# New to mountainbuzz- but another "looking for boat on a budget" advice thread



## mcnealstash (Aug 2, 2017)

*New to mountainbuzz- but another "looking for boat on a budget" advice thread*

Hi everyone- midwest newbie here. Seeking advice on the purchase of a raft and frame for floating in the midwest. Currently, my 2 buddies and I go on day long fly fishing trips out of a 18' (it's a haus) janky metal canoe (1 person in rear paddles, the middle and front get to fish). It gets the job done, but it is far from comfortable and the stability can be a little sketchy. It's also very difficult to steer this thing in the wind... I'm on a pretty tight budget and have some fairly unique requirements. I'd really like a drift boat, but even a used one is really expensive and not really a necessity given that we are only doing day floats on slow water (low flows are also more of a concern with a drift boat). Could somebody help suggest a raft that would fit the above and following needs:

-fits 3 fly fishers comfortable with 1 day worth of gear (don't plan on doing any overnights so don't need extra space)
-the rivers we fish are so mild that we don't really need an entire fishing frame. All we need is 3 total seats and a frame that allows the middle seat to row. Fishing frames that I've seen are pretty damn expensive and seem unnecessary. 
-late summer flows can get really low in some spots of the rivers we fish, the material of the raft should probably be pretty tough for this reason. 

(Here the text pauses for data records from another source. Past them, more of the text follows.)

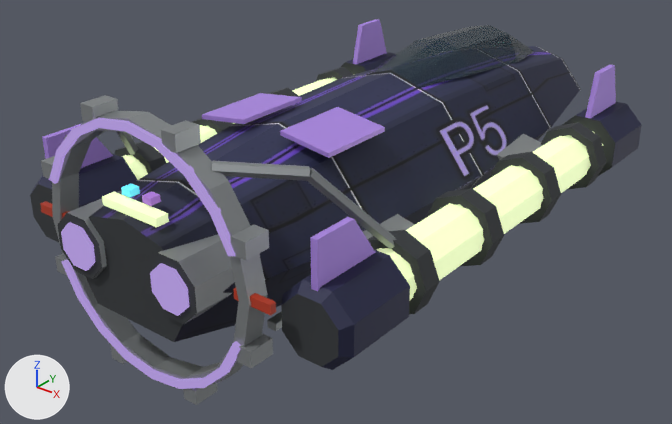
Two versions of the glTF model public/assets/garage/frames/corona.glb, one commit apart.
Camera for both pictures: a 50 mm lens placed at (4.35, -5.79, 3.2), pointed at (-0.24, -0.04, -0.37). The axes (+X, +Y, +Z) are drawn at lower left. The lights are the same throughout. The older version comes first. Where no turn or scale is listed for an object, it has been applied to the vertices. Vertices at exactly the same position are counted once.

The scene before the commit, as lines of its bpy script (objects in view):
```python
ob_airbrake_l_body = bpy.data.objects.new('airbrake_L_body', me_airbrake_l_body)
ob_airbrake_l_body.location = (-0.45, -1.2, 0.8)
ob_airbrake_r_body = bpy.data.objects.new('airbrake_R_body', me_airbrake_r_body)
ob_airbrake_r_body.location = (0.45, -1.2, 0.8)
ob_body_static = bpy.data.objects.new('body_static', me_body_static)
ob_body_static.location = (0.0, 0.0, 0.0)
ob_skids_body = bpy.data.objects.new('skids_body', me_skids_body)
ob_skids_body.location = (0.0, 0.25, -0.38)
ob_stabiliser_ring_body = bpy.data.objects.new('stabiliser_ring_body', me_stabiliser_ring_body)
ob_stabiliser_ring_body.location = (0.0, -2.3, 0.26)
# also in view: 'steering_fin_L_body' at (-1.28, 1.82, 0.57); 'elevon_L_body' at (-1.28, -1.85, 0.54); 'elevon_R_body' at (1.28, -1.85, 0.54); 'steering_fin_R_body' at (1.28, 1.82, 0.57)
```
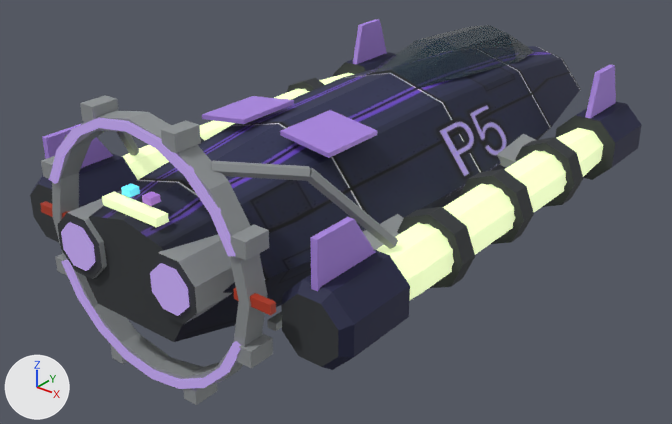
Patch to the scene script:
```diff
--- a/public/assets/garage/frames/corona.glb.py
+++ b/public/assets/garage/frames/corona.glb.py
@@ mat_frame_metal @@
 mat_frame_metal.base_color = (0.3, 0.32, 0.33)  # grey #95999b
-mat_frame_metal.metallic = 0.55
-mat_frame_metal.roughness = 0.42
+mat_frame_metal.metallic = 0.18
+mat_frame_metal.roughness = 0.65
@@ me_airbrake_l_body @@
 # used by ob_airbrake_l_body; location = (-0.45, -1.2, 0.8)
-me_airbrake_l_body.from_pydata(...)  # 8 vertices, 12 faces; spans x -0.17..0.27, y 0.0..0.65, z -0.058..0.038
+me_airbrake_l_body.from_pydata(...)  # 8 vertices, 12 faces; spans x -0.17..0.27, y 0.0..0.56, z -0.058..0.038
+# me_airbrake_l_body part 1: the whole mesh is scaled about the mesh origin by (1, 0.862, 1)
 me_airbrake_l_body.materials.append(mat_frame_accent)
@@ me_body_static @@
 # used by ob_body_static; location = (0.0, 0.0, 0.0)
-me_body_static.from_pydata(...)  # 778 vertices, 1464 faces; spans x -1.57..1.57, y -2.56..3.65, z -0.34..1.04
+me_body_static.from_pydata(...)  # 714 vertices, 1336 faces; spans x -1.57..1.57, y -2.56..3.65, z -0.34..1.04
+# me_body_static part 2: the loose piece of 32 vertices spanning x -1.57..-0.99, y 0.37..0.53, z -0.17..0.41 is moved by (0.0, 0.4, 0.0)
+# me_body_static part 3: the loose piece of 32 vertices spanning x -1.57..-0.99, y -0.53..-0.37, z -0.17..0.41 is moved by (0.0, 0.45, 0.0)
+# me_body_static part 4: the loose piece of 32 vertices spanning x -1.57..-0.99, y -1.38..-1.22, z -0.17..0.41 is moved by (0.0, 0.45, 0.0)
+# me_body_static part 5: the loose piece of 32 vertices spanning x 0.99..1.57, y 0.37..0.53, z -0.17..0.41 is moved by (0.0, 0.4, 0.0)
+# me_body_static part 6: the loose piece of 32 vertices spanning x 0.99..1.57, y -0.53..-0.37, z -0.17..0.41 is moved by (0.0, 0.45, 0.0)
+# me_body_static part 7: the loose piece of 32 vertices spanning x 0.99..1.57, y -1.38..-1.22, z -0.17..0.41 is moved by (0.0, 0.45, 0.0)
+# me_body_static part 8: the loose piece of 32 vertices spanning x -1.57..-0.99, y 1.22..1.38, z -0.17..0.41 is deleted
+# me_body_static part 9: the loose piece of 32 vertices spanning x 0.99..1.57, y 1.22..1.38, z -0.17..0.41 is deleted
 me_body_static.materials.append(mat_frame_trim)
```

Changed parts and their boxes [x1, y1, x2, y2] in the pictures (672 x 424 px; the box of a moved part takes in the faces that stretch with it):
'body_static', surface changed, reshaped: [30, 25, 642, 370] in both
'airbrake_L_body', moved, rescaled (8% narrower, 9% shorter): before [202, 93, 302, 124]; after [202, 96, 294, 124]
part 2 of me_body_static, moved or reshaped: before [268, 88, 298, 97]; after [287, 78, 324, 92]
part 3 of me_body_static, moved or reshaped (not visible afterwards): before [192, 118, 233, 133]
part 4 of me_body_static, moved or reshaped (mostly hidden afterwards): before [115, 141, 166, 174]; after [200, 137, 204, 143]
part 5 of me_body_static, moved or reshaped: before [489, 151, 561, 224]; after [515, 137, 583, 207]
part 6 of me_body_static, moved or reshaped: before [426, 188, 504, 266]; after [459, 169, 534, 244]
part 7 of me_body_static, moved or reshaped: before [367, 230, 440, 314]; after [397, 207, 475, 288]
part 8 of me_body_static, deleted: before [316, 67, 354, 81]
part 9 of me_body_static, deleted: before [541, 122, 607, 190]

I'd rather not have to buy a trailer for the raft, but setting up and breaking down the raft seems like a pain in the ass if it takes a long time every time we decide to float. Are there many rafts that can travel safely on the roof of a car? If not, are there any fast to set up and break down raft/ minimalist frame systems that you could get up and running in <15 minutes? From what I've seen most of the rafts and their entire frames can take 30-45 minutes to set up and break down.

I'm not going to put a budget on the whole rig, I'd like to see how creative people can get while keeping in mind that cost should be kept as low as possible. Thanks for the help!


----------



## johnovice (Jul 17, 2009)

I used to put a 12' raft on the roof of my car; not bad with two reasonably strong people (had pretty wide cross bars). A 14' would be pushing it in my opinion, though stranger sights have been see,. If you are used to fishing from a canoe, you don't need a full on fishing frame (until you feel the need), just a small rowing frame. However, a 12' raft is a bit tight for a rower plus two -- let others weigh in on that -- find one somewhere and sit in it. Good luck.


----------



## k2andcannoli (Feb 28, 2012)

I'd try to buy an old bucket boat from an outfitter that runs a mild stretch of river. The boats won't be beat to hell and you can find some great deals. I bought a '97 DIB 14' bucket raft for $200. Deals are out their just gotta look for them. Wooden frame would suit y'all fine. Bucket boats roll very small so they fit easy in a hatch or even a big trunk. Throw the frame on the roof. Blow her up with a barrel pump ($150) at the river, four straps on the frame and you're ready.


----------



## pjcalla (May 6, 2016)

I just finished putting together my Midwest fly fishing poverty build. Bought the raft (Avon Redshank) last fall for $150 off Craigslist. Started piecing together a frame from chainlink fence posts and speedrail fittings. Ended up scrapping that idea, and went with Gary at rowframe.com. Bought some used Carlisle oars off MB, and chopped them down to fit. Bought a "grab bag" of straps from salamander paddle gear, and we were fishing.


----------



## pjcalla (May 6, 2016)

pjcalla said:


> I just finished putting together my Midwest fly fishing poverty build. Bought the raft (Avon Redshank) last fall for $150 off Craigslist. Started piecing together a frame from chainlink fence posts and speedrail fittings. Ended up scrapping that idea, and went with Gary at rowframe.com. Bought some used Carlisle oars off MB, and chopped them down to fit. Bought a "grab bag" of straps from salamander paddle gear, and we were fishing.


As for putting it on a car, it fits on the back of my truck on top of the bedcover. It's fine for local trips, but I'm looking for a trailer for highway travel. 

Pics:


----------



## fishingraft (Aug 30, 2015)

pjcalla said:


> I just finished putting together my Midwest fly fishing poverty build. Bought the raft (Avon Redshank) last fall for $150 off Craigslist. Started piecing together a frame from chainlink fence posts and speedrail fittings. Ended up scrapping that idea, and went with Gary at rowframe.com. Bought some used Carlisle oars off MB, and chopped them down to fit. Bought a "grab bag" of straps from salamander paddle gear, and we were fishing.



Lot of good info here. Once you find a boat, get a hold of Gary. Be persistent, he's a busy man and hard to get a response from sometimes. The money I blew trying to built a solid wood frame was only a little less than a solid double rail setup from Gary that'll last a lifetime.

Great tip on Salamander gear straps too. Straps add up fast.

Set Craigslist alerts. They'll be your best friend. I found my NRS boat and oars and oar locks in Michigan years ago, within about six months of each other. Both on Craigslist in unsuspecting cities for rafting gear. A little driving around and some patience got me on the water very cheaply within a year of starting my build.

Word of advice: lean bars are more important than you realize. You'll get more brazen with the raft than you were in your canoe and hit rocks. Your bow fisherman will get knocked out of the boat without a lean bar. Can you fish without them? Yes. But it's so much better with them.

Also, build PVC rod holders right away. they'll save you big time.


----------



## k2andcannoli (Feb 28, 2012)

Gotta use the thwarts with a wood frame....there's always the two canoes with a frame option. Makes a really efficient and stable craft...I used to pole around the Potomac on thick pieces of styrofoam when I was a kid. Whatever gets you on the water works, y'all don't have many of the concerns CO rafters do because your rivers are so different.


----------